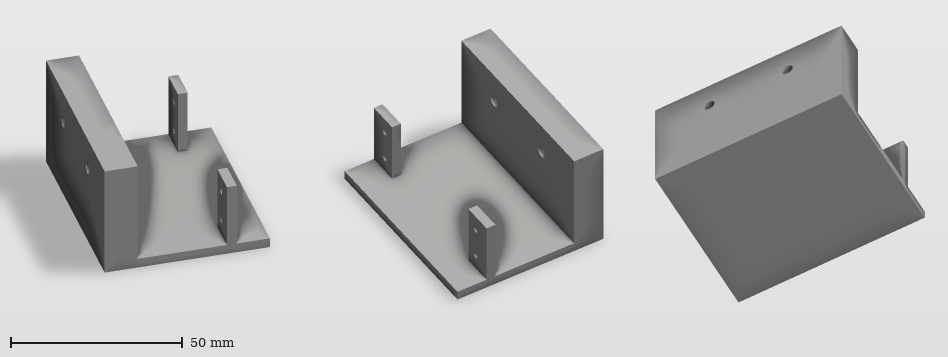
import cadquery as cq

width = 62.0
depth = 50.0
height = 35.0

base_thickness = 3.0
wall_thickness = 10.0
wall_hole_diameter = 3.5
wall_hole_spacing = 26.0
wall_hole_height = 25.0

tab_width = 10.0
tab_thickness = 3.0
tab_height = 20.0
tab_back_setback = 10.0
tab_hole_diameter = 2.0
tab_hole_spacing = 10.0
tab_hole_edge_distance = 6.0

tab_front_y = depth - tab_back_setback - tab_thickness
tab_center_z = base_thickness + tab_height / 2
tab_hole_heights = [
    tab_center_z - tab_hole_spacing / 2,
    tab_center_z + tab_hole_spacing / 2,
]


def corner_box(x_size, y_size, z_size, origin=(0, 0, 0)):
    """Box whose left, front, bottom corner sits at origin."""
    return cq.Workplane("XY").box(x_size, y_size, z_size, centered=False).translate(origin)


def hole_along_y(diameter, x, z, start_y, length):
    """Cylinder running toward +Y from start_y, for cutting a hole."""
    center = cq.Vector(x, start_y, z)
    return cq.Workplane(cq.Solid.makeCylinder(diameter / 2, length, center, cq.Vector(0, 1, 0)))


def make_bracket_body():
    """Base plate with the thick wall along its front edge."""
    base = corner_box(width, depth, base_thickness)
    wall = corner_box(width, wall_thickness, height)
    body = base.union(wall)
    for side in (-1, 1):
        hole_x = width / 2 + side * wall_hole_spacing / 2
        body = body.cut(hole_along_y(wall_hole_diameter, hole_x, wall_hole_height, 0, wall_thickness))
    return body


def make_tab(left_x, hole_x):
    """Upright tab on the base plate with two through holes, one above the other."""
    tab = corner_box(tab_width, tab_thickness, tab_height, (left_x, tab_front_y, base_thickness))
    for hole_z in tab_hole_heights:
        tab = tab.cut(hole_along_y(tab_hole_diameter, hole_x, hole_z, tab_front_y, tab_thickness))
    return tab


left_tab = make_tab(0, tab_hole_edge_distance)
right_tab = make_tab(width - tab_width, width - tab_hole_edge_distance)

result = make_bracket_body().union(left_tab).union(right_tab)

**WHAT IS NEEDED:** Each record above must be returned exactly as written, with its pictures omitted.

**EXERCISE ANSWER:**
import cadquery as cq

width = 62.0
depth = 50.0
height = 35.0

base_thickness = 3.0
wall_thickness = 10.0
wall_hole_diameter = 3.5
wall_hole_spacing = 26.0
wall_hole_height = 25.0

tab_width = 10.0
tab_thickness = 3.0
tab_height = 20.0
tab_back_setback = 10.0
tab_hole_diameter = 2.0
tab_hole_spacing = 10.0
tab_hole_edge_distance = 6.0

tab_front_y = depth - tab_back_setback - tab_thickness
tab_center_z = base_thickness + tab_height / 2
tab_hole_heights = [
    tab_center_z - tab_hole_spacing / 2,
    tab_center_z + tab_hole_spacing / 2,
]


def corner_box(x_size, y_size, z_size, origin=(0, 0, 0)):
    """Box whose left, front, bottom corner sits at origin."""
    return cq.Workplane("XY").box(x_size, y_size, z_size, centered=False).translate(origin)


def hole_along_y(diameter, x, z, start_y, length):
    """Cylinder running toward +Y from start_y, for cutting a hole."""
    center = cq.Vector(x, start_y, z)
    return cq.Workplane(cq.Solid.makeCylinder(diameter / 2, length, center, cq.Vector(0, 1, 0)))


def make_bracket_body():
    """Base plate with the thick wall along its front edge."""
    base = corner_box(width, depth, base_thickness)
    wall = corner_box(width, wall_thickness, height)
    body = base.union(wall)
    for side in (-1, 1):
        hole_x = width / 2 + side * wall_hole_spacing / 2
        body = body.cut(hole_along_y(wall_hole_diameter, hole_x, wall_hole_height, 0, wall_thickness))
    return body


def make_tab(left_x, hole_x):
    """Upright tab on the base plate with two through holes, one above the other."""
    tab = corner_box(tab_width, tab_thickness, tab_height, (left_x, tab_front_y, base_thickness))
    for hole_z in tab_hole_heights:
        tab = tab.cut(hole_along_y(tab_hole_diameter, hole_x, hole_z, tab_front_y, tab_thickness))
    return tab


left_tab = make_tab(0, tab_hole_edge_distance)
right_tab = make_tab(width - tab_width, width - tab_hole_edge_distance)

result = make_bracket_body().union(left_tab).union(right_tab)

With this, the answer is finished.